(DATASET ENTRIES)

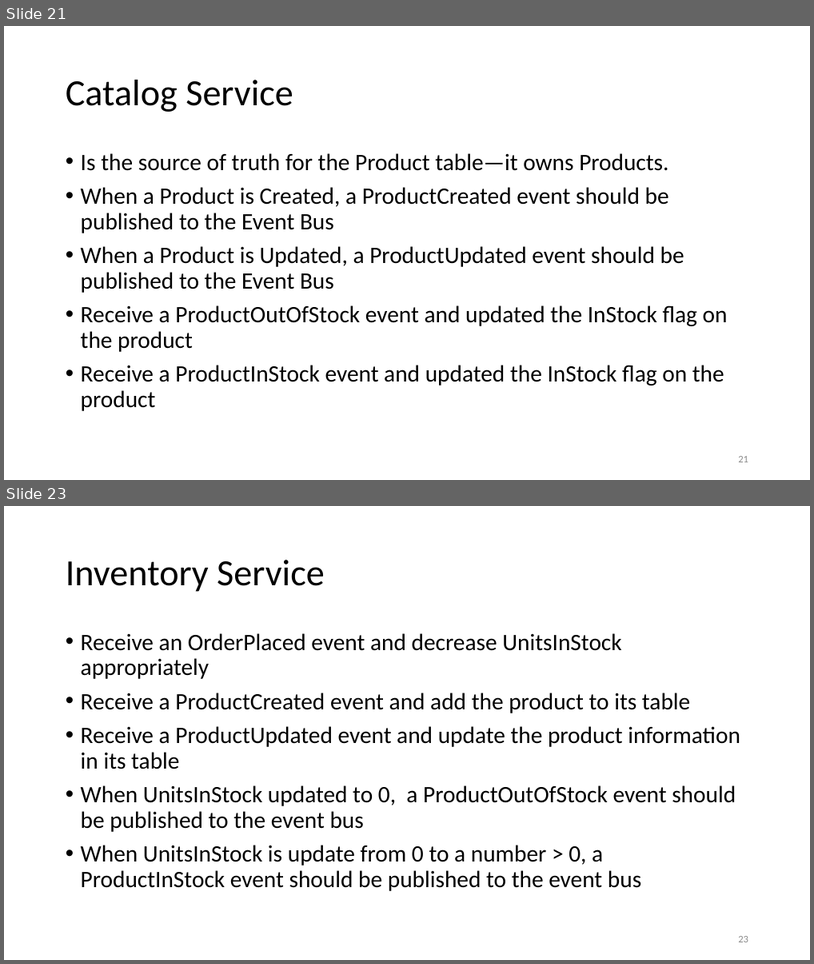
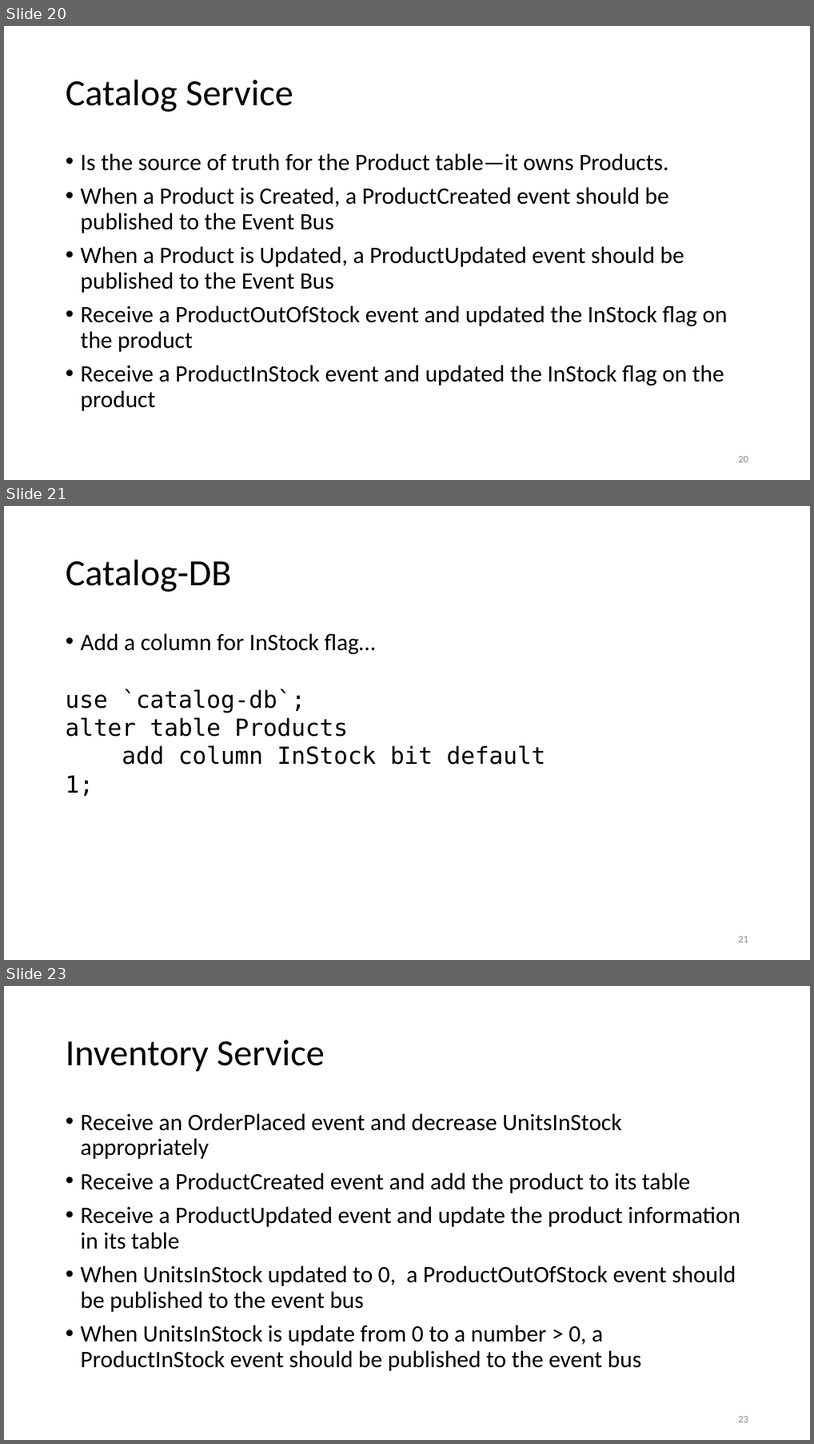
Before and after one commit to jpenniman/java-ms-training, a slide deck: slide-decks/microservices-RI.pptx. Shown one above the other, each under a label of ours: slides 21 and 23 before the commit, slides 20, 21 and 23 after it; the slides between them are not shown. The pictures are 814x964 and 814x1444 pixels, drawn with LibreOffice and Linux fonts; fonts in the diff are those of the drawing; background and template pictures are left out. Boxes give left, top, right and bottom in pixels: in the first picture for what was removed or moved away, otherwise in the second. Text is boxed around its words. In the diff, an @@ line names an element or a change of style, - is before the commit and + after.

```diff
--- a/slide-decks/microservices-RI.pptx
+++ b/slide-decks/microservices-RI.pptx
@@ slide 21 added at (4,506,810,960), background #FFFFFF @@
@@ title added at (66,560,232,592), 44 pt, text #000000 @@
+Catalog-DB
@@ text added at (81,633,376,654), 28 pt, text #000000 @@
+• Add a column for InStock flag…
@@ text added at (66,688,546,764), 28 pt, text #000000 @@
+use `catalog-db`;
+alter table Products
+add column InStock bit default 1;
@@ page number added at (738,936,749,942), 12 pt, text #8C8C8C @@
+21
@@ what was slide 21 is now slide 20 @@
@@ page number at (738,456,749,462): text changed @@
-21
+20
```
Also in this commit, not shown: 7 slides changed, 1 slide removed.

(End DATASET ENTRIES)
(DATASET ENTRIES)

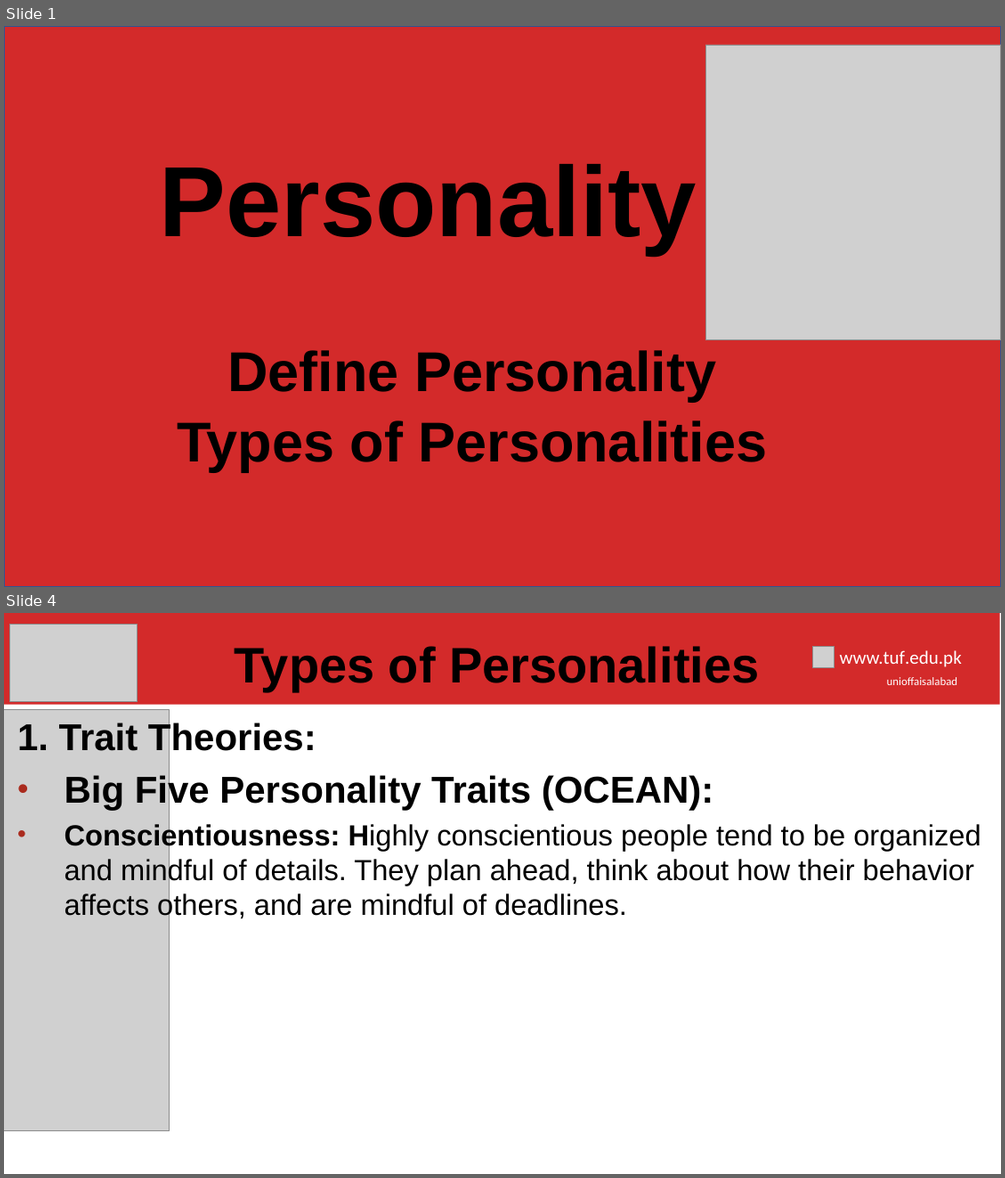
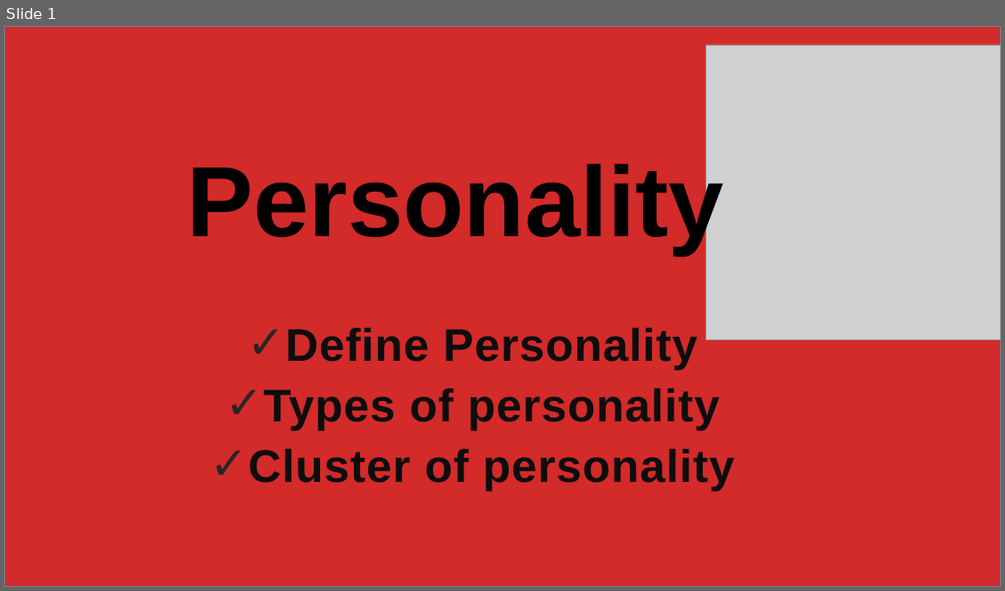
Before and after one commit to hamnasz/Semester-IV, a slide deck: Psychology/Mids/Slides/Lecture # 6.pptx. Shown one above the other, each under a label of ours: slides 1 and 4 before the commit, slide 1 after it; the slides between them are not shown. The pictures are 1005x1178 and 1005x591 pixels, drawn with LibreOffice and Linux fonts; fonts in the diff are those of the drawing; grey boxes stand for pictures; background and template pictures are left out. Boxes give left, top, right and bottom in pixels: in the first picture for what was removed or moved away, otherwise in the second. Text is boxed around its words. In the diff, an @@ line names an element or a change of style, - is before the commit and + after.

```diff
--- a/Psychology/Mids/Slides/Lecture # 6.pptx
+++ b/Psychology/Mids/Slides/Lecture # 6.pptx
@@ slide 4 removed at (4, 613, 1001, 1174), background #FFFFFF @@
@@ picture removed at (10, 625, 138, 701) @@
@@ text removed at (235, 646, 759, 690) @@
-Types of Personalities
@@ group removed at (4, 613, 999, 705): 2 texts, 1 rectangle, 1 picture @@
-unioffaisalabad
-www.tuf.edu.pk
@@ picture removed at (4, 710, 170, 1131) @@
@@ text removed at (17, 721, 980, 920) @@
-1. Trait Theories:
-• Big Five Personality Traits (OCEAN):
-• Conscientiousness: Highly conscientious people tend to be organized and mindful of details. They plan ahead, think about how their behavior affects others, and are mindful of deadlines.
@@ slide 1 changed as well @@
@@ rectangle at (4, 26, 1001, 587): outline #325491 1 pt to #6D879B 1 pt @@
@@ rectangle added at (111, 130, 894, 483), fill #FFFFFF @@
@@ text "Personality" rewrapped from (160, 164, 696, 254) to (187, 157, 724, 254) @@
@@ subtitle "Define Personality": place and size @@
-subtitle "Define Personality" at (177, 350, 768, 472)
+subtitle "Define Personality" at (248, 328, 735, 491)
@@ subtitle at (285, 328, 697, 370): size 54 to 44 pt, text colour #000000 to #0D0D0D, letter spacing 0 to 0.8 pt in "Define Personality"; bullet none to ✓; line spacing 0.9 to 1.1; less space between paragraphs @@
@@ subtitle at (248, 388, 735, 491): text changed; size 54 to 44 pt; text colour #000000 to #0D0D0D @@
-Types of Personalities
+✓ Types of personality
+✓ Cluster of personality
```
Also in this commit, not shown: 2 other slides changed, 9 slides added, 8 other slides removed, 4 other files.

(End DATASET ENTRIES)

Each line of the entries that contains the word "rectangle" should be listed.

@@ group removed at (4, 613, 999, 705): 2 texts, 1 rectangle, 1 picture @@
@@ rectangle at (4, 26, 1001, 587): outline #325491 1 pt to #6D879B 1 pt @@
@@ rectangle added at (111, 130, 894, 483), fill #FFFFFF @@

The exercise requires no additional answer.